═══ RECORDS PROVIDED

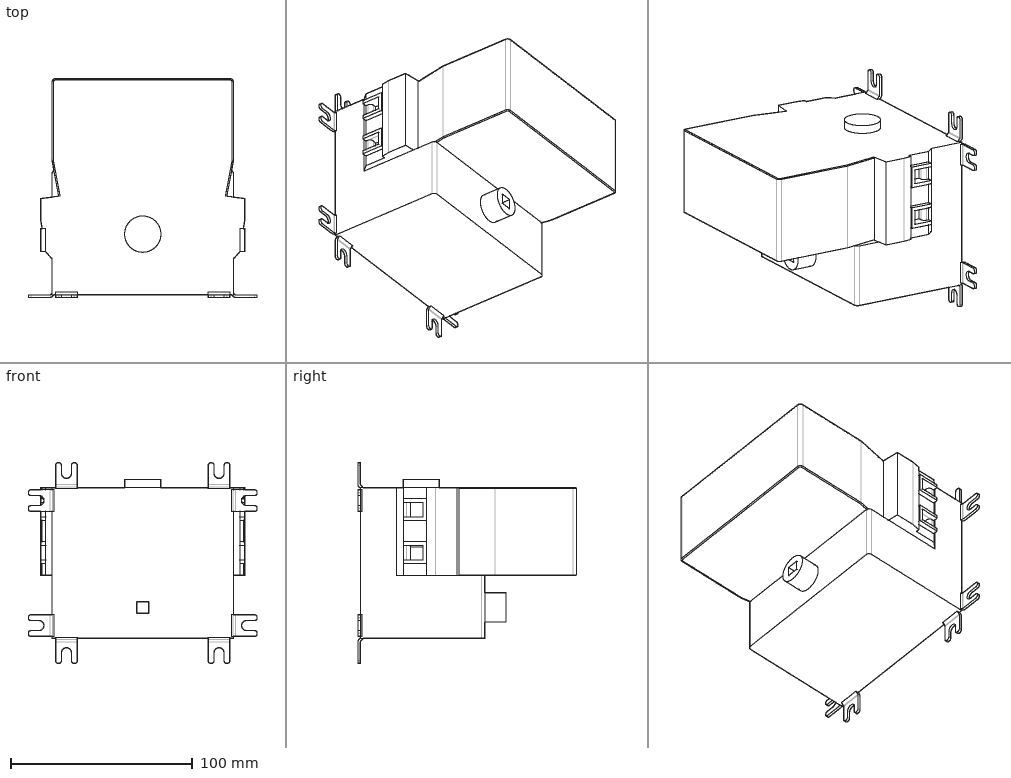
import cadquery as cq
import math

body_width = 100.0
body_height = 83.0
lower_depth = 68.5
corner_radius = 2.0

head_bottom = 34.7
head_depth = 119.0
taper_start = 74.0
waist_width = 92.6
waist_y = 54.3
rim_bevel_across = 0.8
rim_bevel_down = 0.35
cover_overlap = 2.0

shoulder_width = 112.5
shoulder_back_y = 53.0
shoulder_flat_y = 41.3
shoulder_step_width = 110.8
terminal_width = 107.0
terminal_front_y = 23.7
terminal_chamfer_y = 19.8
terminal_back_y = 36.4

frame_height = 12.0
frame_wall = 2.0
frame_spacing = 23.7
frame_middle = 59.1
pocket_depth = 4.0
pocket_lip = 1.5
pocket_lip_radius = 2.2
pocket_ceiling_drop = 0.8

button_diameter = 20.0
button_height = 4.5
button_y = 33.4
knob_diameter = 16.3
knob_end_y = 80.1
shaft_z = 17.1
shaft_hole_width = 6.6
shaft_hole_height = 6.2

lug_width = 12.0
lug_thickness = 1.5
lug_slot_width = 5.4
lug_slot_depth = 8.6
lug_tip_radius = 1.5
lug_bend_radius = 0.5
lug_bend_angle = math.radians(45)
lug_flat_length = 11.9
side_lug_reach = 13.005
end_lug_reach = 13.755
side_lug_offset = 34.4
end_lug_offset = 42.0

half_width = body_width / 2
head_height = body_height - head_bottom
window_depth = terminal_back_y - frame_wall - terminal_front_y


def block(x_range, y_range, z_range):
    """Box spanning the given ranges."""
    size = [high - low for low, high in (x_range, y_range, z_range)]
    corner = (x_range[0], y_range[0], z_range[0])
    return cq.Workplane("XY").box(*size, centered=False).translate(corner)


def both_sides(shape):
    """The shape together with its mirror image across the YZ plane."""
    return shape.union(shape.mirror("YZ"))


def make_lower_body():
    body = block((-half_width, half_width), (0, lower_depth), (0, head_bottom))
    return body.edges("|Z and >Y").fillet(corner_radius)


def cover_outline(z):
    """Outline of the cover at height Z, running a short way into the shoulders."""
    back_left = (-half_width + corner_radius, head_depth)
    back_right = (half_width - corner_radius, head_depth)
    return (
        cq.Workplane("XY", origin=(0, 0, z))
        .moveTo(-waist_width / 2, waist_y - cover_overlap)
        .lineTo(-waist_width / 2, waist_y)
        .lineTo(-half_width, taper_start)
        .lineTo(-half_width, head_depth - corner_radius)
        .radiusArc(back_left, corner_radius)
        .lineTo(*back_right)
        .radiusArc((half_width, head_depth - corner_radius), corner_radius)
        .lineTo(half_width, taper_start)
        .lineTo(waist_width / 2, waist_y)
        .lineTo(waist_width / 2, waist_y - cover_overlap)
        .close()
    )


def make_cover():
    """Rear part of the head, narrowing toward the waist, with bevelled rims."""
    rim_taper = math.degrees(math.atan2(rim_bevel_across, rim_bevel_down))
    upper_rim_z = body_height - rim_bevel_down
    lower_rim_z = head_bottom + rim_bevel_down
    wall = cover_outline(lower_rim_z).extrude(upper_rim_z - lower_rim_z)
    upper_rim = cover_outline(upper_rim_z).extrude(rim_bevel_down, taper=rim_taper)
    lower_rim = cover_outline(lower_rim_z).extrude(-rim_bevel_down, taper=rim_taper)
    return wall.union(upper_rim).union(lower_rim)


def make_shoulders():
    """Front part of the head, stepping out to the terminals on each side."""
    right_side = [
        (half_width, 0),
        (half_width, terminal_chamfer_y),
        (terminal_width / 2, terminal_front_y),
        (terminal_width / 2, terminal_back_y),
        (shoulder_step_width / 2, terminal_back_y),
        (shoulder_width / 2, shoulder_flat_y),
        (shoulder_width / 2, shoulder_back_y),
        (waist_width / 2, waist_y),
    ]
    left_side = [(-x, y) for x, y in reversed(right_side)]
    profile = cq.Workplane("XY", origin=(0, 0, head_bottom)).polyline(right_side + left_side)
    return profile.close().extrude(head_height)


def terminal_heights():
    return [frame_middle + side * frame_spacing / 2 for side in (-1, 1)]


def make_frames():
    """Three-sided frames around the clamp pockets, open toward the front."""
    frames = cq.Workplane("XY")
    x_range = (-shoulder_width / 2, -terminal_width / 2)
    window_end = terminal_front_y + window_depth
    for z in terminal_heights():
        half_frame = frame_height / 2
        half_window = half_frame - frame_wall
        frame = block(x_range, (terminal_front_y, terminal_back_y), (z - half_frame, z + half_frame))
        window = block(x_range, (terminal_front_y, window_end), (z - half_window, z + half_window))
        frames = frames.union(frame.cut(window))
    return both_sides(frames)


def make_ceiling_wedge(mouth_x, floor_x, back_y):
    """Material that slopes the ceiling of the lower pocket down toward its floor."""
    ceiling_z = min(terminal_heights()) + frame_height / 2 - frame_wall
    return (
        cq.Workplane("XZ", origin=(0, back_y, ceiling_z))
        .moveTo(mouth_x, 0)
        .lineTo(floor_x, 0)
        .lineTo(floor_x, -pocket_ceiling_drop)
        .close()
        .extrude(window_depth)
    )


def make_pockets():
    """Clamp pockets behind the frame windows, with a rounded lip at the front."""
    pockets = cq.Workplane("XY")
    window_height = frame_height - 2 * frame_wall
    mouth_x = -terminal_width / 2
    floor_x = mouth_x + pocket_depth
    lip_y = terminal_front_y + pocket_lip
    window_end = terminal_front_y + window_depth
    for z in terminal_heights():
        pocket = (
            cq.Workplane("XY", origin=(0, 0, z - window_height / 2))
            .moveTo(mouth_x, lip_y)
            .radiusArc((mouth_x + pocket_lip_radius, lip_y + pocket_lip_radius), pocket_lip_radius)
            .lineTo(floor_x, lip_y + pocket_lip_radius)
            .lineTo(floor_x, window_end)
            .lineTo(mouth_x, window_end)
            .close()
            .extrude(window_height)
        )
        pockets = pockets.union(pocket)
    pockets = pockets.cut(make_ceiling_wedge(mouth_x, floor_x, window_end))
    return both_sides(pockets)


def make_button():
    disc = cq.Workplane("XY", origin=(0, button_y, body_height))
    return disc.circle(button_diameter / 2).extrude(button_height)


def make_knob():
    base = cq.Workplane("XZ", origin=(0, lower_depth, shaft_z))
    return base.circle(knob_diameter / 2).extrude(lower_depth - knob_end_y)


def make_shaft_hole():
    face = cq.Workplane("XZ", origin=(0, 0, shaft_z))
    return face.rect(shaft_hole_width, shaft_hole_height).extrude(-knob_end_y)


def make_lug(reach):
    """Lug pointing along +X from a body edge on X = 0, centred on Z = 0."""
    outer_radius = lug_bend_radius + lug_thickness
    sine = math.sin(lug_bend_angle)
    cosine = math.cos(lug_bend_angle)
    bend_x = reach - lug_flat_length
    bend_y = lug_bend_radius
    root_length = 2 * lug_thickness

    def on_bend(radius, angle):
        return (bend_x - radius * math.sin(angle), bend_y - radius * math.cos(angle))

    inner_end = on_bend(lug_bend_radius, lug_bend_angle)
    outer_end = on_bend(outer_radius, lug_bend_angle)
    root = (-root_length * cosine, root_length * sine)
    strip = (
        cq.Workplane("XY")
        .moveTo(reach, 0)
        .lineTo(bend_x, 0)
        .threePointArc(on_bend(lug_bend_radius, lug_bend_angle / 2), inner_end)
        .lineTo(inner_end[0] + root[0], inner_end[1] + root[1])
        .lineTo(outer_end[0] + root[0], outer_end[1] + root[1])
        .lineTo(*outer_end)
        .threePointArc(on_bend(outer_radius, lug_bend_angle / 2), (bend_x, -lug_thickness))
        .lineTo(reach, -lug_thickness)
        .close()
        .extrude(lug_width / 2, both=True)
    )
    slot_radius = lug_slot_width / 2
    slot_centre = reach - lug_slot_depth + slot_radius
    slot = (
        cq.Workplane("XZ")
        .moveTo(reach, slot_radius)
        .lineTo(slot_centre, slot_radius)
        .threePointArc((slot_centre - slot_radius, 0), (slot_centre, -slot_radius))
        .lineTo(reach, -slot_radius)
        .close()
        .extrude(lug_thickness)
    )
    return strip.cut(slot).edges("|Y and >X").fillet(lug_tip_radius)


def make_lugs():
    """Two lugs on each of the four edges of the front face."""
    middle_z = body_height / 2
    lugs = cq.Workplane("XY")
    edges = [
        (0, half_width, side_lug_reach, side_lug_offset),
        (90, middle_z, end_lug_reach, end_lug_offset),
    ]
    for angle, edge_distance, reach, offset in edges:
        lug = make_lug(reach)
        for turn in (0, 180):
            for side in (-1, 1):
                placed = lug.translate((edge_distance, 0, side * offset))
                placed = placed.rotate((0, 0, 0), (0, 1, 0), angle + turn)
                lugs = lugs.union(placed.translate((0, 0, middle_z)))
    return lugs


result = (
    make_lower_body()
    .union(make_shoulders())
    .union(make_cover())
    .union(make_frames())
    .cut(make_pockets())
    .union(make_button())
    .union(make_knob())
    .union(make_lugs())
    .cut(make_shaft_hole())
)

══════

TASK STATEMENT -> Where a line in the records above contains the word "origin", include it in the count; state the total and nothing more.

ANSWER TO THIS TASK -> 7